# USA made Calphalon?



## leichty

I'm looking to buy my first expensive piece of cookware. I live just about 40 miles from Toledo Ohio, and thought I would buy Calphalon to buy local but I do not know which of their products are still made in Toledo or which ones are made in China, I'm sure they are made the same but just want to support my local companies. I'm looking at the bronze collection. Does anyone know if this collection is made here or China.. Thank you.


----------



## duckfat

I'm not familiar with the bronze series but all of the Calphalon I've bought in the pasr was been made in the USA. However Calphalon was bought out by Newell-Rubbermaid a few years ago.You may be able to call their customer service and ask (888-626-9112). FWIW I don't live that far North of you and there's a Calphalon Outlet in Birch Run Mi (there's probably others as well) that sells both firsts and seconds. Even the seconds carry the full warranty so for you it may be worth the drive.

Dave


----------



## leichty

Thank you for your reply. I had asked an ebay sore who sells Calphalon and other top brands and here is the answer I got, And it happens that that cookware is higher priced than the others, a little to much for my blood. I might have to buy one from China,

Please find the additional product information you requested below:

Unfortunately, item Calphalon Nonstick Omelette Pan 0537 is not made in China. According to Calphalon Consumer Customer Service, Calphalon Unison Nonstick is currently the only line that is made from their manufacturer in Toledo, Ohio.

We hope that the information provided will help you make an informed decision about your purchase.


Amarin
Customer Service
Cooking.com


----------



## duckfat

If you want a pan made in the USA why is it unfortunate if the pan you are asking about is not made in China? Either way I'm not sure I'd put a lot of stock in a response from fleaBay. Way too many unauthorized dealers there selling Chinese knock off's. Besides Calphalon is only a free phone call away. Customer service is nothing like it was in years past but still a much better source than an unknown entity.

Dave


----------



## johno3d

Leichty said:


> I'm looking to buy my first expensive piece of cookware. I live just about 40 miles from Toledo Ohio, and thought I would buy Calphalon to buy local but I do not know which of their products are still made in Toledo or which ones are made in China, I'm sure they are made the same but just want to support my local companies. I'm looking at the bronze collection. Does anyone know if this collection is made here or China.. Thank you.


----------



## renew

Yes, Calphalon is still made in the US.  I buy US made as much as I can because you can't buy better anywhere else.

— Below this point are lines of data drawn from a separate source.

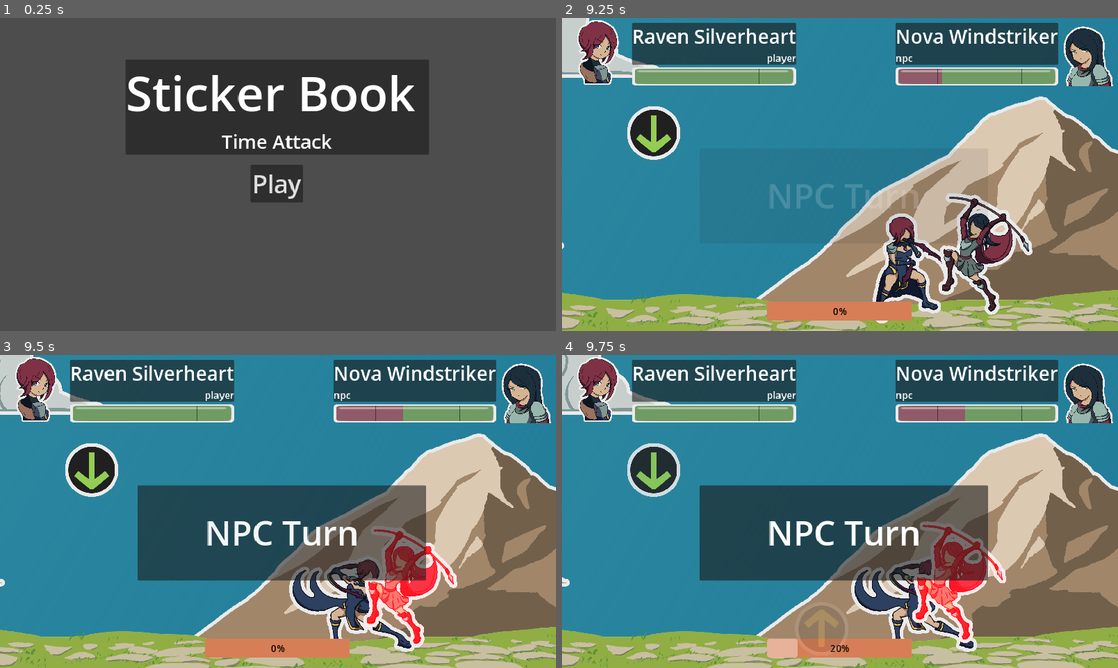
Above: before the commit, frames 1-4 (two rows, left to right).
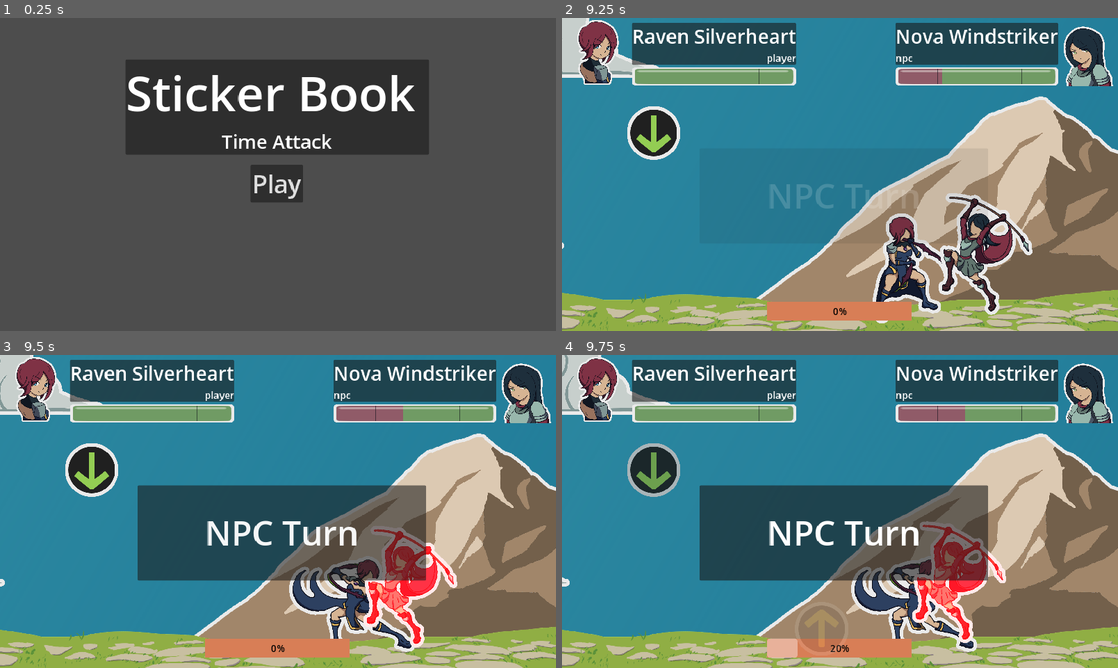
Above: after the commit, the same moments.

Repository: MajorZiploc/sticker_book_moments
Game: Godot game, scene res://title_scene.tscn
The game is run twice, just before and just after one commit, with the same random seed, the same clock (stepped at 60 frames per second) and the same inputs.
Inputs (mouse positions are in pixels of both pictures, inside the frame that each line leads up to):
- Up to frame 1 (0.25 s): no input
- Up to frame 2 (9.25 s): click "Play" at 0.5 s; tap Enter (ui_accept) at 1.25, 1.52, 3.02, 4.52, 5.27, 6.02, 7.52, 8.27, 9.02 s; move the mouse to (962, 158) at 1.27 s; hold D (right) 1.28-2 s; hold F 1.28-2 s; click (962, 158) at 1.42 s; click "Attack" at 2 s; move the mouse to (728, 190) at 2.77 s; hold S (down) 2.78-3.53 s; tap Space every 1.5 s from 2.85 to 8.85 s; click (728, 190) at 2.92 s; move the mouse to (895, 105) at 3.52 s; hold D (right) 3.53-4.28 s; hold F 3.53-4.28 s; click (895, 105) at 3.67 s; move the mouse to (812, 237) at 4.27 s; hold W (up) 4.28-5.03 s; click (812, 237) at 4.42 s; move the mouse to (1006, 221) at 5.02 s; hold F 5.03-5.78 s; hold A (left) 5.03-6.53 s; click (1006, 221) at 5.17 s; move the mouse to (673, 127) at 5.77 s; click (673, 127) at 5.92 s; move the mouse to (867, 174) at 6.52 s; hold S (down) 6.53-7.28 s; hold F 6.53-7.28 s; click (867, 174) at 6.67 s; move the mouse to (756, 96) at 7.27 s; hold D (right) 7.28-8.03 s; click (756, 96) at 7.42 s; move the mouse to (962, 158) at 8.02 s; hold W (up) 8.03-8.78 s; hold F 8.03-8.78 s; click (962, 158) at 8.17 s; move the mouse to (728, 190) at 8.77 s; hold D (right) from 8.78 s (still down); click (728, 190) at 8.92 s
- Up to frame 3 (9.5 s): keep holding D (right)
- Up to frame 4 (9.75 s): move the mouse to (895, 442) at 9.52 s; release D (right) at 9.53 s; hold S (down) from 9.53 s (still down); hold F from 9.53 s (still down); click (895, 442) at 9.67 s

Frames 1-3 are identical in both runs. In frame 4, 0.6% of the frame differs, in the area x 11-22%, y 28-46%.

Commit message:
-qte_btn pressed variant

Diff:
--- a/lvls/battle_scene.gd
+++ b/lvls/battle_scene.gd
@@ -84,29 +84,23 @@
 
 class QTEItemMetaData:
   var normal: Texture;
-  var pressed: Texture;
-  func _init(normal: Texture, pressed: Texture):
+  func _init(normal: Texture):
     self.normal = normal;
-    self.pressed = normal;
 
 var qte_items: Array[QTEItem] = [];
 
 var qte_item_metadata: Dictionary = {
   "up": QTEItemMetaData.new(
     preload("res://art/my/ui/qte_btn/up/normal.png"),
-    preload("res://art/my/ui/qte_btn/up/pressed.png")
   ),
   "down": QTEItemMetaData.new(
     preload("res://art/my/ui/qte_btn/down/normal.png"),
-    preload("res://art/my/ui/qte_btn/down/pressed.png")
   ),
   "left": QTEItemMetaData.new(
     preload("res://art/my/ui/qte_btn/left/normal.png"),
-    preload("res://art/my/ui/qte_btn/left/pressed.png")
   ),
   "right": QTEItemMetaData.new(
     preload("res://art/my/ui/qte_btn/right/normal.png"),
-    preload("res://art/my/ui/qte_btn/right/pressed.png")
   ),
 };
 
@@ -287,11 +281,10 @@
 func hide_qte_item():
   var qte_item = get_qte_item(qte_current_action_count);
   if not qte_item: return;
-  # HACK: to show pressed texture when using keys instead of mouse clicks
-  qte_item.button.texture_normal = qte_item.button.texture_pressed;
   qte_item.button.disabled = true;
-  var qte_box_tween = create_tween();
-  qte_box_tween.tween_property(qte_item.box, "modulate:a", 0, 0.5).set_trans(Tween.TRANS_EXPO);
+  var qte_tween = create_tween().set_parallel(true);
+  qte_tween.tween_property(qte_item.button, "modulate", Color(0.8, 0.8, 0.8), 0.2).set_trans(Tween.TRANS_LINEAR);
+  qte_tween.tween_property(qte_item.box, "modulate:a", 0, 0.5).set_trans(Tween.TRANS_EXPO);
 
 func show_qte_item():
   var qte_item = get_qte_item(qte_current_action_count);
@@ -351,7 +344,6 @@
   );
   var key = qte_all_keys[rng.randf_range(0, qte_all_keys.size() - 1)];
   button.texture_normal = qte_item_metadata[key].normal;
-  button.texture_pressed = qte_item_metadata[key].pressed;
   button.disabled = true;
   box.modulate.a = 0;
   box.add_child(button);
Binary file removed: art/my/ui/qte_btn/down/pressed.png
Not shown, removed: art/my/ui/qte_btn/down/pressed.png.import
Binary file removed: art/my/ui/qte_btn/left/pressed.png
Not shown, removed: art/my/ui/qte_btn/left/pressed.png.import
Binary file removed: art/my/ui/qte_btn/right/pressed.png
Not shown, removed: art/my/ui/qte_btn/right/pressed.png.import
Binary file removed: art/my/ui/qte_btn/up/pressed.png
Not shown, removed: art/my/ui/qte_btn/up/pressed.png.import

In fact, I just ordered another piece from Amazon.


----------



## marietrees

I have the same question. Calphalon used to be marked Made in USA, then I found some saying Made in China, that was a year ago, since then I don't find any "Made in" info at all on them. I refuse to buy anything made in China, still find them not trust while.


----------



## rick alan

This is an older thread but since it's been resurrected I will ad that I believe the Unison series, the one you should get, is US made.  But I recommend buying them from a brick and mortar because the are quality control issues with them.  The local Macy's does not stock the Unison but they had them shipped to my door.  I had 4 sets, count 'em 4, delivered to my door before I got a reasonably pristine one.  One was damaged in shipment, 2 had serious flaws, the fourth nearly got damaged due to the typically poor packaging, but managed to survive unscathed and thankfully free of serious flaws.

The omelet pans really are not shaped well for rolling French omelets, but they make great fry pans.  I wound up buying a Kitchenaide 8" omelet pan and have been very happy with it.  The larger Unison pans will warp, so are not the best for glass tops.

Rick


----------



## galley swiller

Calphalon also has 15 outlet stores. See http://www.calphalon.com/Pages/StorePageLists.aspx Stock in these stores is much more extensive than is available elsewhere. Do note that there can be items here which are seconds, so careful examination is essential. Prices at the Calphalon store I visit tend to run about half the list retail price.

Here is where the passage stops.